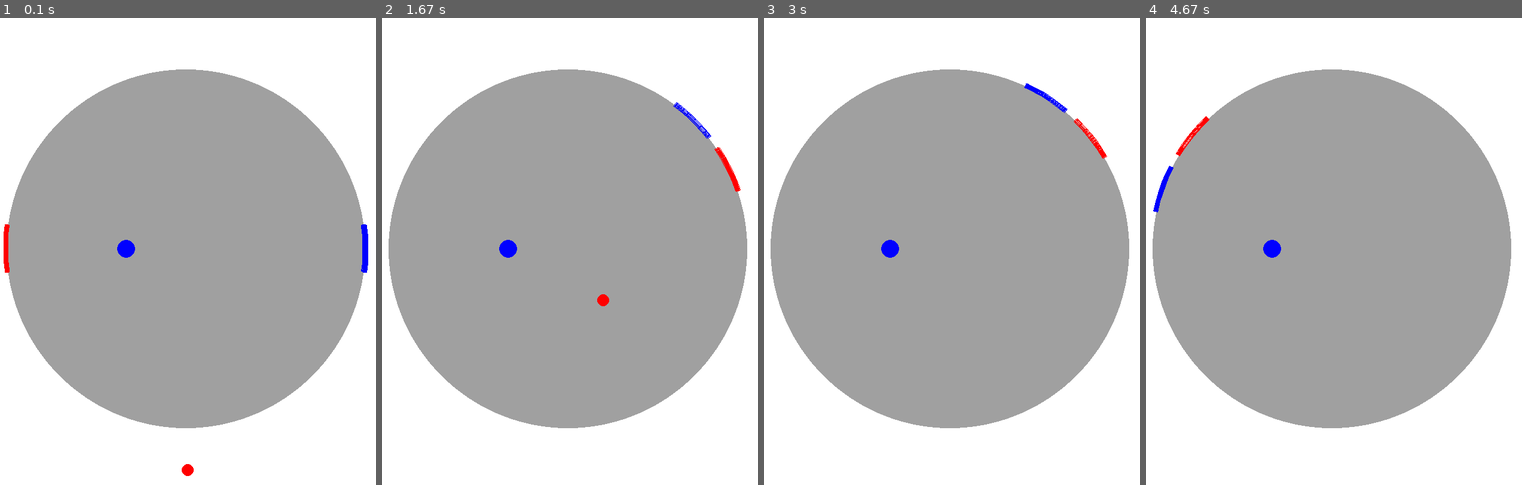
Above: before the commit, frames 1-4 (left to right).
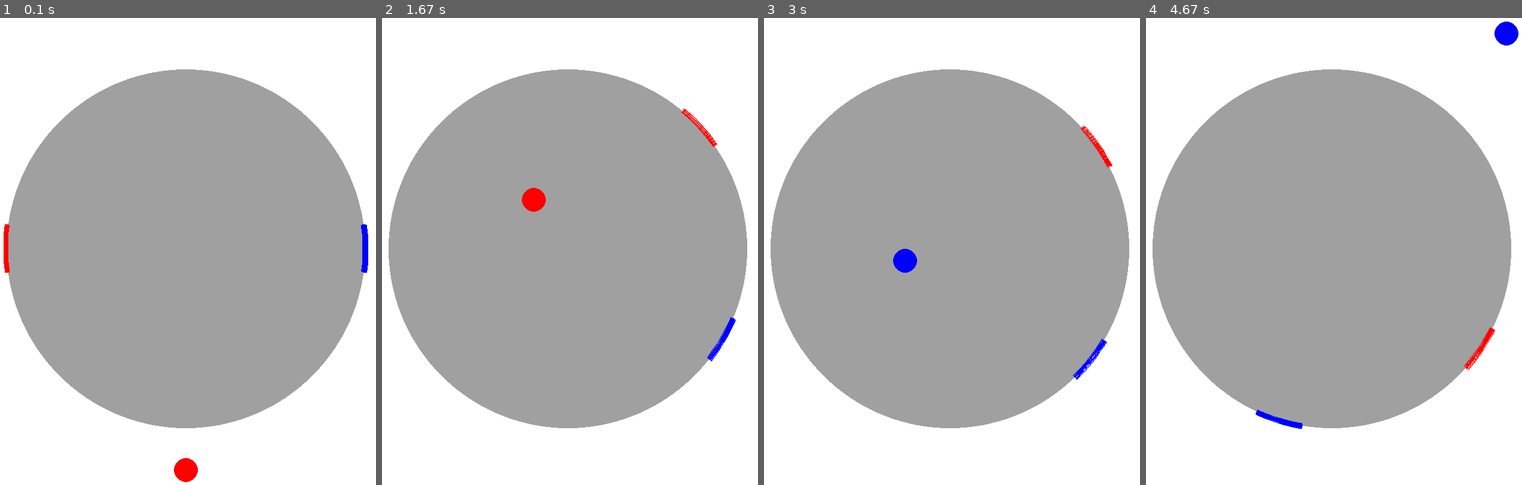
Above: after the commit, the same moments.

Repository: sandhyarottoo/phys-hackathon-2023
Game: pygame game, started from francosPolar.py
Two runs of this game, one before a commit and one after it. Both use one fixed random seed, a clock stepped at 60 frames per second and the inputs below.
Inputs:
- Up to frame 1 (0.1 s): no input
- Up to frame 2 (1.67 s): hold Right 0.33-0.8 s; hold Right 0.83-1.3 s; hold D 0.83-1.3 s; hold Left from 1.33 s (still down); hold A from 1.33 s (still down)
- Up to frame 3 (3 s): release Left at 1.87 s; release A at 1.87 s; hold Left 1.9-2.3 s; hold A 1.9-2.3 s; hold Right 2.33-2.97 s; hold D 2.33-2.97 s
- Up to frame 4 (4.67 s): hold Left 3-3.47 s; hold A 3-3.47 s; hold Right 3.5-3.97 s; hold D 3.5-3.97 s; hold Right 4-4.47 s; hold D 4-4.47 s; hold Left from 4.5 s (still down); hold A from 4.5 s (still down)

The runs differ from the first frame. In frame 1, 0.3% of the frame differs, in the area x 31-53%, y 47-100%; in frame 2, 0.9%; in frame 3, 0.7%; in frame 4, 1.0%, in the area x 1-100%, y 0-88%.

Commit message:
fixed paddel collisions and got the ball to change color

Diff:
--- a/francosPolar.py
+++ b/francosPolar.py
@@ -26,8 +26,12 @@
 height = 790
 RING_RADIUS = 300
 PLAYER_RADIUS = 305
-
-PLAYER_VELOCITY = 6
+player_width = 8
+
+w_platform = 0.0015 #number is in rad/s, returns deg/s
+
+vinitial = -300
+PLAYER_VELOCITY = 4
 PLAYER_ARC_ANGLE = np.pi / 12  # 90 degrees in radians
 
 player1_angle = -np.pi / 2
@@ -63,14 +67,13 @@
         self.color = color
         self.pos = pygame.Vector2(PLAYER_RADIUS, start_angle)
         self.keys = keys
-        self.player_width = 8
 
         self.image = pygame.Surface((2*(PLAYER_RADIUS) , 2*(PLAYER_RADIUS)), pygame.SRCALPHA)
         pygame.draw.arc(self.image, self.color,
                         (0, 0, (PLAYER_RADIUS) * 2, (PLAYER_RADIUS) * 2),
                         self.pos.y - PLAYER_ARC_ANGLE / 2,
                         self.pos.y + PLAYER_ARC_ANGLE / 2,
-                        width=self.player_width)
+                        width=player_width)
         self.rect = self.image.get_rect()
         self.rect.center = (width/2, height/2)
 
@@ -87,7 +90,7 @@
                         (0, 0, (PLAYER_RADIUS) * 2, (PLAYER_RADIUS) * 2),
                         self.pos.y - PLAYER_ARC_ANGLE / 2,
                         self.pos.y + PLAYER_ARC_ANGLE / 2,
-                        width=self.player_width)
+                        width=player_width)
 
 
 class PointCharge(pygame.sprite.Sprite):
@@ -120,9 +123,12 @@
         self.pos = pos
         self.vel = vel
         self.acc = acc
+        self.radius = radius
+        self.bool_color = False
+        self.color = "blue"
 
         self.image = pygame.Surface((2 * radius, 2 * radius), pygame.SRCALPHA)
-        pygame.draw.circle(self.image, color, (radius, radius), radius)
+        pygame.draw.circle(self.image, self.color, (radius, radius), radius)
         self.rect = self.image.get_rect()
 
         pos_cartesian = polar_to_cartesian(self.pos)
@@ -142,7 +148,22 @@
         return force
 
 
-    def update(self, force_sources):
+    def update(self, force_sources,player1,player2):
+        if pygame.sprite.collide_mask(self,player1) or pygame.sprite.collide_mask(self,player2):
+
+            self.bool_color = not self.bool_color
+
+            #collision change of motion
+            if self.pos.x < 0:
+                self.pos.x = -(PLAYER_RADIUS - player_width - self.radius)
+            else:
+                self.pos.x = (PLAYER_RADIUS - player_width - self.radius)
+
+            if abs(self.vel.x) < 50:
+                self.vel.x *= -1.25
+            else:
+                self.vel.x *= -1.08
+
         # Update the position of the sprite
         self.pos += self.vel*dt
         self.vel += self.acc*dt
@@ -151,7 +172,15 @@
         self.acc += self.getForce(force_sources)
 
         pos_cartesian = polar_to_cartesian(self.pos)
+
         self.rect.center = (pos_cartesian.x + width/2, pos_cartesian.y + height/2)
+
+        if self.bool_color:
+            self.color = "blue"
+        else:
+            self.color = "red"
+
+        pygame.draw.circle(self.image, self.color, (self.radius, self.radius), self.radius)
 
 
 ############ MAIN CODE ############
@@ -164,22 +193,23 @@
 
 #initial conditions in polar coords
 pos_polar = pygame.Vector2(screen.get_width()/2, np.pi/2)
-vel_polar = pygame.Vector2(-300, 0)
+vel_polar = pygame.Vector2(vinitial, 0)
 acc_polar = pygame.Vector2(0,0)
 
 # Create a sprite
-circle = CircleSprite(pos_polar, vel_polar, acc_polar, 10, CIRCLE_COLOR)
+circle = CircleSprite(pos_polar, vel_polar, acc_polar, 20, CIRCLE_COLOR)
 circles = pygame.sprite.Group()
 circles.add(circle)
 
 # create a point charge
-charge = PointCharge(pygame.Vector2(-100, 0), 100000)
+#charge = PointCharge(pygame.Vector2(-100, 0), 100000)
+
 charges = pygame.sprite.Group()
-charges.add(charge)
+#charges.add(charge)
 
 # players
-player1_keys = [pygame.K_a, pygame.K_d]
-player2_keys = [pygame.K_LEFT, pygame.K_RIGHT]
+player1_keys = [pygame.K_d, pygame.K_a]
+player2_keys = [pygame.K_RIGHT, pygame.K_LEFT]
 
 player1 = Player("blue", 0, player1_keys)
 player2 = Player("red", np.pi, player2_keys)
@@ -190,7 +220,6 @@
 # Main game loop
 running = True
 
-w_platform = 0.01 #number is in rad/s, returns deg/s
 acc_platform = 0 #acceleration of the platform
 
 while running:
@@ -202,7 +231,7 @@
     screen.fill(BACKGROUND_COLOR)
     pygame.draw.circle(screen, (160,160,160), (width / 2, height / 2), RING_RADIUS)
 
-    circles.update(charges)
+    circles.update(charges,player1,player2)
     circles.draw(screen)
 
     charges.draw(screen)

--*--

From the data above, reproduce word for word the lines running from the line with "- Up to frame 3" to the line with "self.radius = radius", ends included.

- Up to frame 3 (3 s): release Left at 1.87 s; release A at 1.87 s; hold Left 1.9-2.3 s; hold A 1.9-2.3 s; hold Right 2.33-2.97 s; hold D 2.33-2.97 s
- Up to frame 4 (4.67 s): hold Left 3-3.47 s; hold A 3-3.47 s; hold Right 3.5-3.97 s; hold D 3.5-3.97 s; hold Right 4-4.47 s; hold D 4-4.47 s; hold Left from 4.5 s (still down); hold A from 4.5 s (still down)

The runs differ from the first frame. In frame 1, 0.3% of the frame differs, in the area x 31-53%, y 47-100%; in frame 2, 0.9%; in frame 3, 0.7%; in frame 4, 1.0%, in the area x 1-100%, y 0-88%.

Commit message:
fixed paddel collisions and got the ball to change color

Diff:
--- a/francosPolar.py
+++ b/francosPolar.py
@@ -26,8 +26,12 @@
 height = 790
 RING_RADIUS = 300
 PLAYER_RADIUS = 305
-
-PLAYER_VELOCITY = 6
+player_width = 8
+
+w_platform = 0.0015 #number is in rad/s, returns deg/s
+
+vinitial = -300
+PLAYER_VELOCITY = 4
 PLAYER_ARC_ANGLE = np.pi / 12  # 90 degrees in radians
 
 player1_angle = -np.pi / 2
@@ -63,14 +67,13 @@
         self.color = color
         self.pos = pygame.Vector2(PLAYER_RADIUS, start_angle)
         self.keys = keys
-        self.player_width = 8
 
         self.image = pygame.Surface((2*(PLAYER_RADIUS) , 2*(PLAYER_RADIUS)), pygame.SRCALPHA)
         pygame.draw.arc(self.image, self.color,
                         (0, 0, (PLAYER_RADIUS) * 2, (PLAYER_RADIUS) * 2),
                         self.pos.y - PLAYER_ARC_ANGLE / 2,
                         self.pos.y + PLAYER_ARC_ANGLE / 2,
-                        width=self.player_width)
+                        width=player_width)
         self.rect = self.image.get_rect()
         self.rect.center = (width/2, height/2)
 
@@ -87,7 +90,7 @@
                         (0, 0, (PLAYER_RADIUS) * 2, (PLAYER_RADIUS) * 2),
                         self.pos.y - PLAYER_ARC_ANGLE / 2,
                         self.pos.y + PLAYER_ARC_ANGLE / 2,
-                        width=self.player_width)
+                        width=player_width)
 
 
 class PointCharge(pygame.sprite.Sprite):
@@ -120,9 +123,12 @@
         self.pos = pos
         self.vel = vel
         self.acc = acc
+        self.radius = radius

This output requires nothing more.